▶ _What you have to do_
The expected answer comprises all lines from the entries that contain the string "attacker".

^^^^^^^^

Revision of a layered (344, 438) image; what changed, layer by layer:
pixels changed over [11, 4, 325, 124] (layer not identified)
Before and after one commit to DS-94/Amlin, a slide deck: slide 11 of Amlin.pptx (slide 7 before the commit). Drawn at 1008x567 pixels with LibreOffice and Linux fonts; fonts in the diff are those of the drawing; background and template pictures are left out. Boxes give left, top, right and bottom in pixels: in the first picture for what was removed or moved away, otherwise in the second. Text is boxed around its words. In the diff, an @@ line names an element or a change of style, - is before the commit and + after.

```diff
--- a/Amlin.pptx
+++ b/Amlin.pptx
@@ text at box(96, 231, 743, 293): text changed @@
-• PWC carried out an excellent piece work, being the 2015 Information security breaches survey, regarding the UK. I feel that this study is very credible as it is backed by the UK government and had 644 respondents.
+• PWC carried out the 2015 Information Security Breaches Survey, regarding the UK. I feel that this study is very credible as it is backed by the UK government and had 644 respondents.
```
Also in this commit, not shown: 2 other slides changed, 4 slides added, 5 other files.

^^^^^^^^

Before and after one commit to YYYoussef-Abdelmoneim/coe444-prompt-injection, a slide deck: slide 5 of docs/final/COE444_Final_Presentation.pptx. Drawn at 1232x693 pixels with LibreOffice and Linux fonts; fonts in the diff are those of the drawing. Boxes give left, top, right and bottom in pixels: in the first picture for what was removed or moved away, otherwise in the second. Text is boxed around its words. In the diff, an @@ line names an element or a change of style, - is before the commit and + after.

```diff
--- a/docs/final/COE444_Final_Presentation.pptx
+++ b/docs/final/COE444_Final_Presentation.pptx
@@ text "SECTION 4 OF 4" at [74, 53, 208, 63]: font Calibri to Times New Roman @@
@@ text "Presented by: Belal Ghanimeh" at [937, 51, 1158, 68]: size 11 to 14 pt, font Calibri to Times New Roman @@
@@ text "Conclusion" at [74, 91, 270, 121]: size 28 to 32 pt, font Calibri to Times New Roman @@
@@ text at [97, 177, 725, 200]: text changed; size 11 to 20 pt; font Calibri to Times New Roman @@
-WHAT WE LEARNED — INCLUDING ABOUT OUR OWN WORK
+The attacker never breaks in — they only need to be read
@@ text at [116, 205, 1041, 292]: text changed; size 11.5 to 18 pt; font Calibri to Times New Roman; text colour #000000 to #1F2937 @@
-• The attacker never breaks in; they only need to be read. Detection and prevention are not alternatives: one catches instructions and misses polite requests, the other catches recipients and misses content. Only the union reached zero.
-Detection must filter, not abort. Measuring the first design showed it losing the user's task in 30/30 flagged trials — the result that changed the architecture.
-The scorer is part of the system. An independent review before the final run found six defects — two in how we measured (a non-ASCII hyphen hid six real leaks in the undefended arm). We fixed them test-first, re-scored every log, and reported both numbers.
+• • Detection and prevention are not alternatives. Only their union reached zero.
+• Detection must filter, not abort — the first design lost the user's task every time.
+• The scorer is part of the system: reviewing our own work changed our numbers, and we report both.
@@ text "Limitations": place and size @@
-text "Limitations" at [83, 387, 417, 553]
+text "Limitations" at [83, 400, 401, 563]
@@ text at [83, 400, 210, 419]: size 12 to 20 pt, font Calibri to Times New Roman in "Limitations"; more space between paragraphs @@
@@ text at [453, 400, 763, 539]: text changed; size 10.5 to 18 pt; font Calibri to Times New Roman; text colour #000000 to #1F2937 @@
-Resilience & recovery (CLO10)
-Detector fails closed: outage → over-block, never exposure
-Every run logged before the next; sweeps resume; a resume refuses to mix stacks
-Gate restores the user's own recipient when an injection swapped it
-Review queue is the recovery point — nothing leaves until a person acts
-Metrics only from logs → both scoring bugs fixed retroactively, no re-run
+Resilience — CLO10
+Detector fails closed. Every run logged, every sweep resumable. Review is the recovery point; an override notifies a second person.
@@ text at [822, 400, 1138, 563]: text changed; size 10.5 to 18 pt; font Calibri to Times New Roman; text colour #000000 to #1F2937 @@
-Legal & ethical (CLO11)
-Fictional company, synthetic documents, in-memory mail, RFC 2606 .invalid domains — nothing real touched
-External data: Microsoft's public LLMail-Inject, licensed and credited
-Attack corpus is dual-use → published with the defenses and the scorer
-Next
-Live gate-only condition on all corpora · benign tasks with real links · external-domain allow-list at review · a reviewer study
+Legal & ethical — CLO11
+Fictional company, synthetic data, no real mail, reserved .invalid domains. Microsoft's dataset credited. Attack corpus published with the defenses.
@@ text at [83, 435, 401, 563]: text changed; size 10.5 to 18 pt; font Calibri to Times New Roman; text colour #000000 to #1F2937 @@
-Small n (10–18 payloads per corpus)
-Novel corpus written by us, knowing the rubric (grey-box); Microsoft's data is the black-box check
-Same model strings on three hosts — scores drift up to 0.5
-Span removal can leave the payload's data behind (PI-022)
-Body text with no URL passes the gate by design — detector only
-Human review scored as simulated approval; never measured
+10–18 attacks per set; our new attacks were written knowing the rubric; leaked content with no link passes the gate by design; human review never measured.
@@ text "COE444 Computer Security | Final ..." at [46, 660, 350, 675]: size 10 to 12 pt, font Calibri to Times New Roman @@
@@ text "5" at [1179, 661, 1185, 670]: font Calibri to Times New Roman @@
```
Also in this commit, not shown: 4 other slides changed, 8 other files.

^^^^^^^^

▶ _Answer section_
+The attacker never breaks in — they only need to be read
-• The attacker never breaks in; they only need to be read. Detection and prevention are not alternatives: one catches instructions and misses polite requests, the other catches recipients and misses content. Only the union reached zero.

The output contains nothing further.